Akhirnya Sera makan malam bersama Damar dan kedua orang tuanya, sesekali mereka mengobrol dan bercanda tawa, suasana akrab pun seketika tercipta di antara mereka.
"Kamu tahu tidak, sewaktu kecil Damar pernah menjadi model cilik, loh," ungkap Lusi bangga.
"Oh, iya? Aku baru tahu, Tante."
"Damar tidak pernah cerita?" tanya Lusi.
Sera menggeleng, "Tidak, Tante."
"Mungkin Damar malu, Ma," sela Erick sembari melirik Damar yang sejak tadi hanya menyimak obrolan Sera dan sang mama.
"Kenapa malu, Pa? Seharusnya bangga, dong," sambung Lusi.
"Iya, sekarang dia kan sudah dewasa," imbuh Erick.
"Aku jadi penasaran, seperti apa Mas Damar kecil." Sera sambil menatap Damar sambil terkekeh.
"Waktu kecil, Damar itu ganteng banget," tutur Lusi.
"Sampai sekarang juga masih ganteng, kok." Akhirnya Damar menyela dengan penuh percaya diri.
"Narsis!" seru Sera.
"Memang benar, seluruh dunia pun mengakui itu," ucap Damar semakin menjadi.
"Dunia apa? Dunia halu atau dunia lain?" ejek Sera, sejujurnya di dalam hati, dia memang mengakui ketampanan wajah Damar meskipun lelaki itu sudah berumur tiga puluh tujuh tahun. Dan sekilas Damar mengingatkannya pada sang mantan kekasih.
Damar sontak tertawa mendengar ejekan Sera, sedangkan Lusi dan Erick merasa senang melihat interaksi dua insan di hadapan mereka itu.
Melihat tawa lepas Damar membuat mereka semakin yakin jika Sera pasti bisa membahagiakan sang putra.
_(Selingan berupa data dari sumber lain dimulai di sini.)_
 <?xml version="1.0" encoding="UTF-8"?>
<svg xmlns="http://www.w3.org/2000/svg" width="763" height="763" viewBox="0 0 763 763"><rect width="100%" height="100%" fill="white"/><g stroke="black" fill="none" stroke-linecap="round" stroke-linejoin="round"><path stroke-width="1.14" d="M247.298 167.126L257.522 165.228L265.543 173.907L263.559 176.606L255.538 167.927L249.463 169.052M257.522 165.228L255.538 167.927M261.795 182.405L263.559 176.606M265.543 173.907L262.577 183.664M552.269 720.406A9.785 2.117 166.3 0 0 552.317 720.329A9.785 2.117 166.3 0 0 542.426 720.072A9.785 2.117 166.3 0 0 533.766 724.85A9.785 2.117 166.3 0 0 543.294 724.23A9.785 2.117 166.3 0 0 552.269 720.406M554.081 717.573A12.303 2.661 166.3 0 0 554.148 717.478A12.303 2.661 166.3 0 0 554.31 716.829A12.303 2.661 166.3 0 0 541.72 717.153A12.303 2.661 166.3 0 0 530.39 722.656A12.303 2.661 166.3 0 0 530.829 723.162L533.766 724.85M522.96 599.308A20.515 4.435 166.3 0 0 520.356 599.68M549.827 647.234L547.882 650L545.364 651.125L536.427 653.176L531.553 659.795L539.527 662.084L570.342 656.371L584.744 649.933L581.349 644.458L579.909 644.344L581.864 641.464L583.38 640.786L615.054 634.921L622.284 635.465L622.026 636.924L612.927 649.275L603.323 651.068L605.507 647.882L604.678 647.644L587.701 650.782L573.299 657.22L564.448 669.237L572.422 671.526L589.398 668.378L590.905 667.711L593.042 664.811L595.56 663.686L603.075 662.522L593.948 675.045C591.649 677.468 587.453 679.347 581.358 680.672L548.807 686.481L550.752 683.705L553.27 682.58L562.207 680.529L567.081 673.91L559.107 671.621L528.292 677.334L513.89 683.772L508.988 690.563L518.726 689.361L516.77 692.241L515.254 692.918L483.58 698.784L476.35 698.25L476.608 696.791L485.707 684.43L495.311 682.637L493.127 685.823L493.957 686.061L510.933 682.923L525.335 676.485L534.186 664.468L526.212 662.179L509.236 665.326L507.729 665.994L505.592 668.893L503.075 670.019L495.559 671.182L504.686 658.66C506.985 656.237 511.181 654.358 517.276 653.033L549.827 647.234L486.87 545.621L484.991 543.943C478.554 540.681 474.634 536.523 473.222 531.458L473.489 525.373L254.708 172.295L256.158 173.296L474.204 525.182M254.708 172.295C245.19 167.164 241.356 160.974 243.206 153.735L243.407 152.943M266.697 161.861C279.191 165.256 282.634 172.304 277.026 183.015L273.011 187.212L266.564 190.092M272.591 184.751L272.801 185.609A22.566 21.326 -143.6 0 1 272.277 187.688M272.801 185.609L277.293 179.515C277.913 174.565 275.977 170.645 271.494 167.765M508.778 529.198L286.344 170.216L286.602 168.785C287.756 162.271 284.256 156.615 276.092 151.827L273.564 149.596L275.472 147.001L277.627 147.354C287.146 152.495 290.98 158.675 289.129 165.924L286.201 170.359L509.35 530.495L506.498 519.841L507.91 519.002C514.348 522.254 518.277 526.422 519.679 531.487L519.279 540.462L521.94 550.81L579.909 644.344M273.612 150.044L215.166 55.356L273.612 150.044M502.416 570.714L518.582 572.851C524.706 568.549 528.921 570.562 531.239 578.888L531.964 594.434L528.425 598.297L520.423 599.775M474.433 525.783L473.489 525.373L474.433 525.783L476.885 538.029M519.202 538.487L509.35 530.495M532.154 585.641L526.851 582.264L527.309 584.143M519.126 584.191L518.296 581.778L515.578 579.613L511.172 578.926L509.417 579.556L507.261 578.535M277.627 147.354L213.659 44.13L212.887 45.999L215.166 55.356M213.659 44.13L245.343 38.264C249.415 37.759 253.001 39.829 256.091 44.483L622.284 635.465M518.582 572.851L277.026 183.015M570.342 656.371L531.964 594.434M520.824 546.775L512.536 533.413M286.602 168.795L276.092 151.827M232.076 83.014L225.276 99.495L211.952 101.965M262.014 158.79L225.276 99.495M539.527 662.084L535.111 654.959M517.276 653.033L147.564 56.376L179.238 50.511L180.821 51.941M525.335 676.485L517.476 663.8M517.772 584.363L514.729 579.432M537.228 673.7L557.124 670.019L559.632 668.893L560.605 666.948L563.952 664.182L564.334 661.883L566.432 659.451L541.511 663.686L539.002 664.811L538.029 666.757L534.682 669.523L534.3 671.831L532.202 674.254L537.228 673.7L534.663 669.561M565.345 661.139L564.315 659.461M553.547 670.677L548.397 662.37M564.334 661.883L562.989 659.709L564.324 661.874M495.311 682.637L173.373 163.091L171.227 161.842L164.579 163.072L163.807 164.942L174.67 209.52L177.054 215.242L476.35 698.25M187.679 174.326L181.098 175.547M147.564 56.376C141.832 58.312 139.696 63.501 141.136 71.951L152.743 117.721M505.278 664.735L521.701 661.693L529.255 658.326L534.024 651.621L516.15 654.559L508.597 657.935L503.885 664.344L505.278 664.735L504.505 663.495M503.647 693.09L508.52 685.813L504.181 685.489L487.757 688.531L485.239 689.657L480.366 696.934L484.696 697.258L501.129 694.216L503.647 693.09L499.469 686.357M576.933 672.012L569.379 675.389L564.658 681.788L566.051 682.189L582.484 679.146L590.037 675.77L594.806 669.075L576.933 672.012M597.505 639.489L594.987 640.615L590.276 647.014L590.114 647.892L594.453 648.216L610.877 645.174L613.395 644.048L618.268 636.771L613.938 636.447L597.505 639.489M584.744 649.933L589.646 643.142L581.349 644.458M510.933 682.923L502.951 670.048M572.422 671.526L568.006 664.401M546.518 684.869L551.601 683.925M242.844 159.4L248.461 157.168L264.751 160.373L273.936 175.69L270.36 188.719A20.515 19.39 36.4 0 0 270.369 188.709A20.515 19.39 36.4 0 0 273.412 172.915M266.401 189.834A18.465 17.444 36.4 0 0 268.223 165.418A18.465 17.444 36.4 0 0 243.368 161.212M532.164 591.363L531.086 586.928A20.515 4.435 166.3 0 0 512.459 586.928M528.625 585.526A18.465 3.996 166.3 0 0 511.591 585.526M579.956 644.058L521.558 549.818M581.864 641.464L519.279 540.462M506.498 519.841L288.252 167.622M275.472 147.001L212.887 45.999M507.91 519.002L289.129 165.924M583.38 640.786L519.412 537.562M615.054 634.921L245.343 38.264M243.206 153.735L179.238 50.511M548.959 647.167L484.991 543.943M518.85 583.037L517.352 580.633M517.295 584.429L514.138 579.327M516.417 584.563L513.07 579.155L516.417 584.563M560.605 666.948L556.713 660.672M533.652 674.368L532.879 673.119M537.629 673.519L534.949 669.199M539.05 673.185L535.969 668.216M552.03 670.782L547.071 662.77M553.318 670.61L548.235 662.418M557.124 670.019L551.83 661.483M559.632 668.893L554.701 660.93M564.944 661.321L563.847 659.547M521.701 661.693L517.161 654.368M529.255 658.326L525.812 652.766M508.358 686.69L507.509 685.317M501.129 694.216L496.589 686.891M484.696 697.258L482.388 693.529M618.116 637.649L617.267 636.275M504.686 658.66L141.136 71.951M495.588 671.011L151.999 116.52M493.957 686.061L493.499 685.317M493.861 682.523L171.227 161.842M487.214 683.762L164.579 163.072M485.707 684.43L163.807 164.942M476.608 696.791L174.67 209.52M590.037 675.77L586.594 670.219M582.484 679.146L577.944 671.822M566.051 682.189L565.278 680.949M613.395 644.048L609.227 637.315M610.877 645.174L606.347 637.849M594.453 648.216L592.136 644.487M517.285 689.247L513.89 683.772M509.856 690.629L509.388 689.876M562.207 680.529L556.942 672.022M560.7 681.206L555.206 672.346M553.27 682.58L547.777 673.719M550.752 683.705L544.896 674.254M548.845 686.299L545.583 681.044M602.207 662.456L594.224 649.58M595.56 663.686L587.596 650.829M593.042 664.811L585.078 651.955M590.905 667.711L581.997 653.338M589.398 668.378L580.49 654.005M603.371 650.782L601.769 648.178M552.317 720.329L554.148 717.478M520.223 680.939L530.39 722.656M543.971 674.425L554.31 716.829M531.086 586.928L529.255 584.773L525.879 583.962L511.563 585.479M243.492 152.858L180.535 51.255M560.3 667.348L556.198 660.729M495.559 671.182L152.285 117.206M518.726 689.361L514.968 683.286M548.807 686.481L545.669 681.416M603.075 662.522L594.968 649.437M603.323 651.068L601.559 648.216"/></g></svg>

"Kalian memang pasangan yang serasi, semoga hubungan kalian langgeng terus, ya," harap Lusi terharu.
"Iya, sampai jadi kakek dan nenek," sambung Erick.
Damar dan Sera langsung terdiam kemudian saling pandang, harapan Lusi juga Erick itu membuat keduanya semakin merasa bersalah karena telah membohongi mereka. Kedua orang tua itu pasti sangat terluka jika suatu saat tahu yang sebenarnya.
Keduanya pun memaksakan senyuman lalu melanjutkan makan malam dengan perasaan canggung.